Guest Column | September 5, 2022

Your Roll-Up Strategy: What Should You Do About Disparate ERP Systems?

By Paul Corning, Aptitive, a 2nd Watch company

Three 3 key questions

Your strategy is to roll up companies and drive value through economies of scale, market influence, and more efficient operational processes. That all makes sense, but what should you do about all the disparate ERP or core application data that you need to drive that value from all those disparate organizations and systems? How can you best achieve your target returns without spending all that money to rip and replace those expensive ERP applications without disrupting the business?

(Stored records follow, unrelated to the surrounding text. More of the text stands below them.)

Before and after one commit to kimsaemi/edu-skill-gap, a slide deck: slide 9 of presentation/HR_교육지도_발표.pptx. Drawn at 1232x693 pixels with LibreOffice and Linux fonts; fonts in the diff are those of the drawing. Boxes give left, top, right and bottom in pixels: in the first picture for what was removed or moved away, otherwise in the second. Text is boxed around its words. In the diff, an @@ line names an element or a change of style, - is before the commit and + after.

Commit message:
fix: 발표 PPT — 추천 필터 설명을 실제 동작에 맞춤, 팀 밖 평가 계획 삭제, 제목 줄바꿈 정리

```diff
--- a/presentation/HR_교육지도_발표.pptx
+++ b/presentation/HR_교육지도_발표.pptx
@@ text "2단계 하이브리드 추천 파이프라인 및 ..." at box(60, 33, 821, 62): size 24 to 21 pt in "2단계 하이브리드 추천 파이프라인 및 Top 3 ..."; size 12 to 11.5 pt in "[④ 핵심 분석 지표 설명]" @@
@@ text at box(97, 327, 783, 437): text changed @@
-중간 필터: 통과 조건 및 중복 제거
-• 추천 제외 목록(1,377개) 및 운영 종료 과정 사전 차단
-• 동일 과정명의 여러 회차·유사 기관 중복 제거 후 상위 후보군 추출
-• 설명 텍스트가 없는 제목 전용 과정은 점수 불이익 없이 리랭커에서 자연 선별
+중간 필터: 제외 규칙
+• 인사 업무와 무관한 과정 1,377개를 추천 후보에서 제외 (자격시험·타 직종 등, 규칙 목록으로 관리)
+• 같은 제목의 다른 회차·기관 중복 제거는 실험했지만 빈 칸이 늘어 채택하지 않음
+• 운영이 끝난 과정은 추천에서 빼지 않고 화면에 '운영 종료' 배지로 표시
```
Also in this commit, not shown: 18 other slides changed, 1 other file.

Our reference architecture for private equity firms with roll-up strategies is to design and build a data hub. The data hub is external to your ERP and existing application systems at your portfolio companies. It is likely cloud-based and serves as a single source of truth for managing and monitoring performance. Data is sourced from all the disparate ERPs in your world, scrubbed and standardized, and then used to build dashboards and analytics solutions for use across your organization.

Your goals with a roll-up strategy are:

  • Quickly integrate any acquired companies into your data and analytics world.
  • Provide a common view of to-be-measured processes and performance.
  • Establish benchmarks and target performance levels
  • Broadly disseminate actual performance data.
  • Drive accountability for value creation through improved operational performance.

You have to deal with several data challenges in your roll-ups. The first is likely the use of different ERP or core applications, from different vendors, with no easy way to consolidate or integrate. Your acquired companies don’t all share a common set of metrics or KPIs, nor do they all define key metrics the same way. (Product gross margins are calculated differently at different companies.) The more organizations you roll up, the more likely that you can’t access the data that you want, can’t compare performance easily across acquired companies, and can’t build accountability without a standard set of performance metrics that are broadly disseminated across the organization.

The data hub approach is the right solution. It sources the data from your existing disparate ERP systems without the expense or costly delay to replace the ERP in your acquired companies. The data can be cleansed and standardized regardless of which ERP it came from. The data hub also incorporates a business layer that transforms the data into easily understood and highly accessible form, so every executive in your portfolio companies can easily access, digest, analyze and act on the data.

We rely on a data hub reference architecture that is mature and proven across many companies. Using modern analytical tools, it provides real-time data in dashboards for CEOs down to individual account executives. It supports ad-hoc analytics, advanced data science modeling, and leverages best-of-breed reporting software with real-time data feeds. Modern data hubs can also take in IoT data and unstructured web data like social media feeds and sentiment analysis.

Data hubs are the tool to drive your value creation and you also need to develop people and process tools like an integration playbook, gamification dashboards, and alerts for driving real-time decision-making and management actions. Our preferred solution for most of our PE clients is 50% technology and 50% people and process changes to drive quick results and optimum performance.

If you buy three different companies, you are buying three sets of ERP data, three sets of KPI definitions, three sets of processes, and three sets of management styles. You need a data strategy, and a data hub, to move those companies to the single consolidated and standardized view to achieve quick returns on your investments.

Get your data out of the three ERPs, or 30 ERPs, and into a data hub for quick value creation post-close without waiting years or spending millions to standardize your ERP systems across your portfolio companies.

About The Author

Paul Corning is CEO of Aptitive, a 2nd Watch company.